Hiro may have been able to stall her parents’ plans for her marriage for a little while, but she did not stand a chance when the Japanese army stepped in. One day in 1936, when Hiro thought she was going to attend a performance of Kabuki with her mother and grandmother, a Japanese general came to pay her family a visit at their Tokyo home. Apparently, the general had just the man for her—the Manchu prince Pujie, who was the younger brother of Emperor Puyi. For their enterprise in Manchuria, the Japanese wanted to emphasize the union of the Japanese and Manchus by this marriage of the Japanese Hiro and a Manchu royal. Her grandmother wept and vowed to block the army’s plans, but in the end, the family had to accede to their demands.
“We refused the offer that had been made,” Hiro wrote later. “But that did not put an end to it. Behind the proposal lurked the Kwantung Army, which in those days took pride in its great power.”
According to the sweet tale, officers from the Kwantung Army, Japan’s military force in Manchuria, selected Saga Hiro from a pile of photographs of well-born Japanese women and urged Pujie to marry her. Here’s the romance again, for Pujie, who was studying at Japan’s Army Academy and spoke Japanese, happened to be a fan of Takarazuka, Japan’s all-female drama troupe; he saw a resemblance between the photo of Saga Hiro and one of his favorite stars. That was all it took to set up the first meeting between Pujie and Hiro at her parents’ Tokyo home.
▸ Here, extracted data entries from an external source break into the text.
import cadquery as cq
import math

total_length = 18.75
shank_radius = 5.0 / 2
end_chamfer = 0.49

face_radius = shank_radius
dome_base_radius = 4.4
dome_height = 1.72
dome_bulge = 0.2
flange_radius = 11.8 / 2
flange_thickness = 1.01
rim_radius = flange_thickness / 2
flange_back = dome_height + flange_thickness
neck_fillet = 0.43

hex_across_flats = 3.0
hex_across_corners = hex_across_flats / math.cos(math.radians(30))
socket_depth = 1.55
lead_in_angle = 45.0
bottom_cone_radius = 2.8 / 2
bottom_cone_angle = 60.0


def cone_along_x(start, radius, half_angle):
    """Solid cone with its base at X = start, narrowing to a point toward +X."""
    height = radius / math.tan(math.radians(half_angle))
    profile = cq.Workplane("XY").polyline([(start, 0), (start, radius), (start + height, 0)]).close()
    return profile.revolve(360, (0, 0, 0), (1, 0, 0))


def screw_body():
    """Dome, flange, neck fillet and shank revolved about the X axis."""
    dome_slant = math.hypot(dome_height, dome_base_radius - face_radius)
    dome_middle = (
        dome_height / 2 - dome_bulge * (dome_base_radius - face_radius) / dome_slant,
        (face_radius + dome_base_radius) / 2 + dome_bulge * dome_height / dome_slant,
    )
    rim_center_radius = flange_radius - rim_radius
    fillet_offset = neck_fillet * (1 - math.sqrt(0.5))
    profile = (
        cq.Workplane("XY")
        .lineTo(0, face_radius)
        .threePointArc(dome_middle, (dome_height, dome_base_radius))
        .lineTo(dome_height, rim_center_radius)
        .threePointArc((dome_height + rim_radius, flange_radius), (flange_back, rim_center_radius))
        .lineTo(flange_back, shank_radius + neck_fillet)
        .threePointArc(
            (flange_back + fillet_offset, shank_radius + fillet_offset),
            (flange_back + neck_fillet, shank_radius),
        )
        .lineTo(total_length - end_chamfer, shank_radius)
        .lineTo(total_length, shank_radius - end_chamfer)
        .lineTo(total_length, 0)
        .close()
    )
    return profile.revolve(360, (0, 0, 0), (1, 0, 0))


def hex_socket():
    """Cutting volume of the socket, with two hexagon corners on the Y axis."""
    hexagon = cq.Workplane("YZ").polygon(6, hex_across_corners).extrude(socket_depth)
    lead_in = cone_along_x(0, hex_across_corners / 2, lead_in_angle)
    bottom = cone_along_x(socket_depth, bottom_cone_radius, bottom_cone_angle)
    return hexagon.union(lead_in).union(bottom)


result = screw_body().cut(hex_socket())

Their love story remains perfect for mass-market distribution, especially since it is usually stripped of troubling moral issues like Pujie’s willingness to go along with the Japanese military and his prominent public role in the sham regime the Japanese set up in Manchuria. Instead, the couple’s romance has been shaped to invite, and get, the tears that flow with each dramatization. Years later, with wars, a lengthy prison stay, and tragedies behind him, Pujie still savored that moment when he first met his future wife:
Unexpectedly, for both of us it was love at first sight, and I agreed to make Saga Hiro my wife. At the start, this was a marriage that the Kwantung Army had arranged on its own, but it turned into a marriage in which a husband and wife shared a deep love for each other and many hardships, joy, and sadness. Over the years, we two would frequently talk about who had been responsible for bringing us together as a married couple, inseparable for our entire lives. In any event, because we were brought together, there is no denying that she brought me countless days of happiness. Nor can I forget that the first half of my life, with its many vicissitudes, brought her immense pain.